Kayla era ancora immersa nel dolore per la recente perdita della nonna e desiderava solo tornare a casa dopo il funerale, inconsapevole del terribile episodio che l’avrebbe attesa durante il volo. Confusa con un’altra persona, si è trovata costretta a contare sul suo sangue freddo e sull’intelligenza per affrontare una situazione tanto assurda quanto spaventosa.
Ero esausta, dopo giorni di lacrime e dolore. Tutto ciò che desideravo era tornare a casa e sdraiarmi nel mio letto. Incinta di sei mesi ed emotivamente svuotata dai funerali di mia nonna, sentivo un bisogno disperato di pace e tranquillità. L’addio era stato straziante: salutare una donna che era stata il mio punto di riferimento per tutta la vita mi aveva lasciato un vuoto enorme.
«Sei sicura di voler partire oggi?» mi chiese mia madre mentre chiudevo la valigia. «Potresti fermarti qualche giorno per riprenderti.»
Le sorrisi debolmente. «Lo so, mamma, ma devo tornare al lavoro e rivedere Colin. Sai che mio marito senza di me si perde completamente.»
«Forse hai ragione,» disse cercando di rincuorarmi. «Rientrare alla tua routine potrebbe aiutarti. Tuo padre ed io resteremo comunque qualche giorno in più per sistemare la casa della nonna e occuparci delle ultime cose.»
Le sue parole mi confortarono un po’, ma dentro di me sapevo che il viaggio non sarebbe stato sereno.
Navigando tra le lunghe file di controllo all’aeroporto, mi sentivo già a disagio. Odio volare, ma l’idea di guidare per dodici ore con la mia vescica che mi dava battaglia era impensabile. Finalmente, salii sull’aereo, sperando che il volo fosse tranquillo.
«Le prendo il bagaglio, signora,» disse un’assistente di volo prendendomi la borsa. «Grazie,» risposi mentre mi accomodavo. Ero esausta, fisicamente e mentalmente.
Mi accasciai sulla poltrona, cercando di rilassarmi, ma avvertii uno sguardo insistente. Voltandomi, notai un uomo qualche fila dietro che mi fissava. Il suo sguardo era inquietante, ma cercai di ignorarlo pensando fosse qualcuno che giudicava una donna incinta in viaggio.

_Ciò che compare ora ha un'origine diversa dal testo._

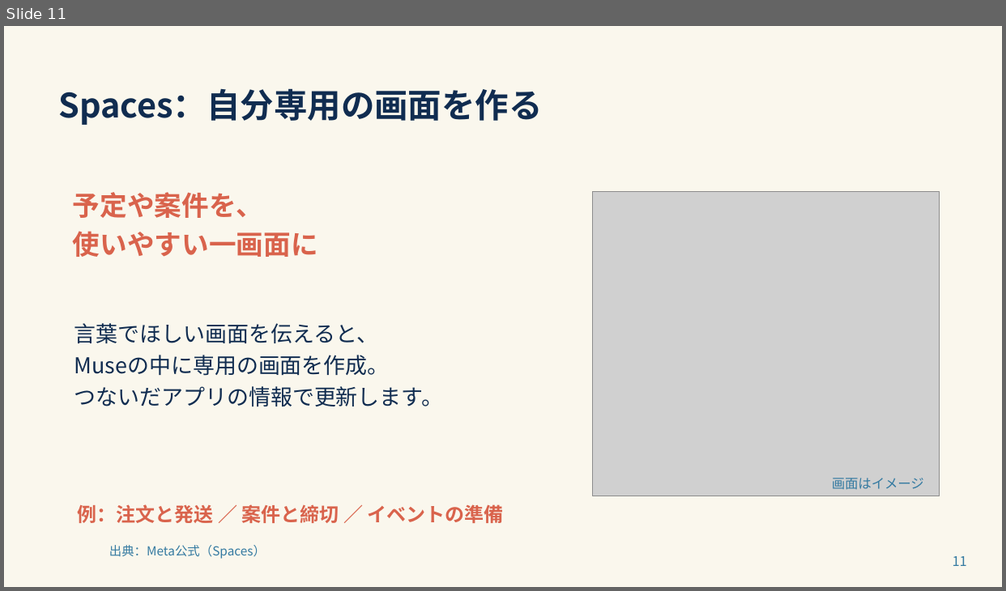
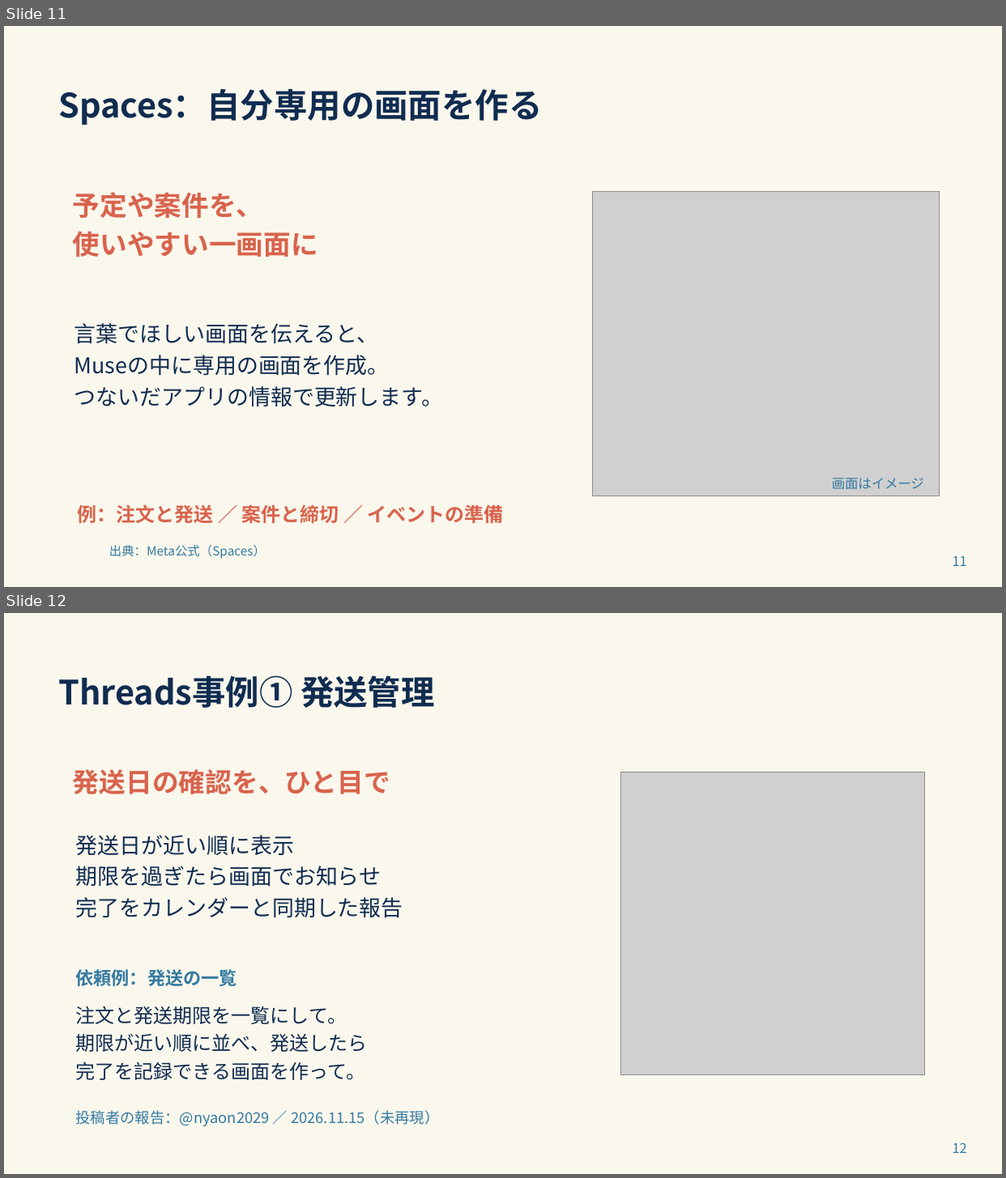
Before and after one commit to lc100068-cmd/muse-AiSeminar, a slide deck: slides/muse-ai-seminar.pptx. Shown one above the other, each under a label of ours: slide 11 before the commit, slides 11 and 12 after it. The pictures are 1006x591 and 1006x1178 pixels, drawn with LibreOffice and Linux fonts; fonts in the diff are those of the drawing; grey boxes stand for pictures; background and template pictures are left out. Boxes give left, top, right and bottom in pixels: in the first picture for what was removed or moved away, otherwise in the second. Text is boxed around its words. In the diff, an @@ line names an element or a change of style, - is before the commit and + after.

```diff
--- a/slides/muse-ai-seminar.pptx
+++ b/slides/muse-ai-seminar.pptx
@@ slide 12 added at bbox=[4, 613, 1002, 1174], background picture (left out) @@
@@ text added at bbox=[58, 675, 435, 708], 32.2 pt, text #102C50, bold @@
+Threads事例① 発送管理
@@ text added at bbox=[73, 769, 391, 794], 25.5 pt, text #D9634C, bold @@
+発送日の確認を、ひと目で
@@ picture added at bbox=[621, 772, 924, 1075] @@
@@ text added at bbox=[76, 835, 403, 918], 21 pt, text #102C50 @@
+発送日が近い順に表示
+期限を過ぎたら画面でお知らせ
+完了をカレンダーと同期した報告
@@ text added at bbox=[76, 969, 237, 986], 17.2 pt, text #347AA1, bold @@
+依頼例：発送の一覧
@@ text added at bbox=[76, 1006, 368, 1080], 18.8 pt, text #102C50 @@
+注文と発送期限を一覧にして。
+期限が近い順に並べ、発送したら
+完了を記録できる画面を作って。
@@ text added at bbox=[76, 1110, 439, 1127], 14.2 pt, text #347AA1 @@
+投稿者の報告：@nyaon2029 ／ 2026.11.15（未再現）
@@ text added at bbox=[953, 1144, 967, 1153], 12.8 pt, text #347AA1 @@
+12
```
Also in this commit, not shown: 7 slides changed, 4 other slides added, 28 other files.

Quando l’aereo iniziò a decollare, chiusi gli occhi, sperando di riposare. Ma pochi minuti dopo, l’assistente di volo si avvicinò con un’espressione severa. «Mi segua, per favore,» disse.
A malincuore mi alzai e la seguii verso la zona delle toilette. Una volta lì, il suo tono cambiò. «Si inginocchi immediatamente!» ordinò.
«Cosa? Perché? Cosa sta succedendo?» chiesi, completamente sconvolta. Un uomo, lo stesso che mi aveva fissato, si avvicinò. «Dove hai nascosto la collana d’oro che hai rubato?» chiese in tono minaccioso.
«Di cosa sta parlando? Io non ho rubato niente!» protestai. Tirò fuori delle foto che mostravano una donna che sembrava vagamente me. «Questa sei tu,» disse, «ti abbiamo seguita fino a qui.»
Guardai le foto. «Non sono io!» dissi mostrando i polsi. «La donna nelle foto ha una cicatrice qui, guardi bene, io non ho niente del genere! E sono incinta!» aggiunsi, temendo per la sicurezza del mio bambino.
L’uomo sembrava dubbioso, ma una serie di eventi improvvisi cambiò tutto. L’assistente di volo tirò fuori un’arma, ordinandoci di mettere le mani dietro la schiena. Con un gesto improvviso, riuscii a colpirla, facendole cadere l’arma. L’uomo, che si rivelò essere un detective, la bloccò, trovando infine la collana nascosta addosso a lei.
L’aereo atterrò con la polizia che attendeva la donna. Io, finalmente libera, tornai a casa da Colin, trovando conforto tra le sue braccia. Nonostante il trauma, la pace del mio ritorno mi fece capire quanto fossi grata di essere finalmente al sicuro.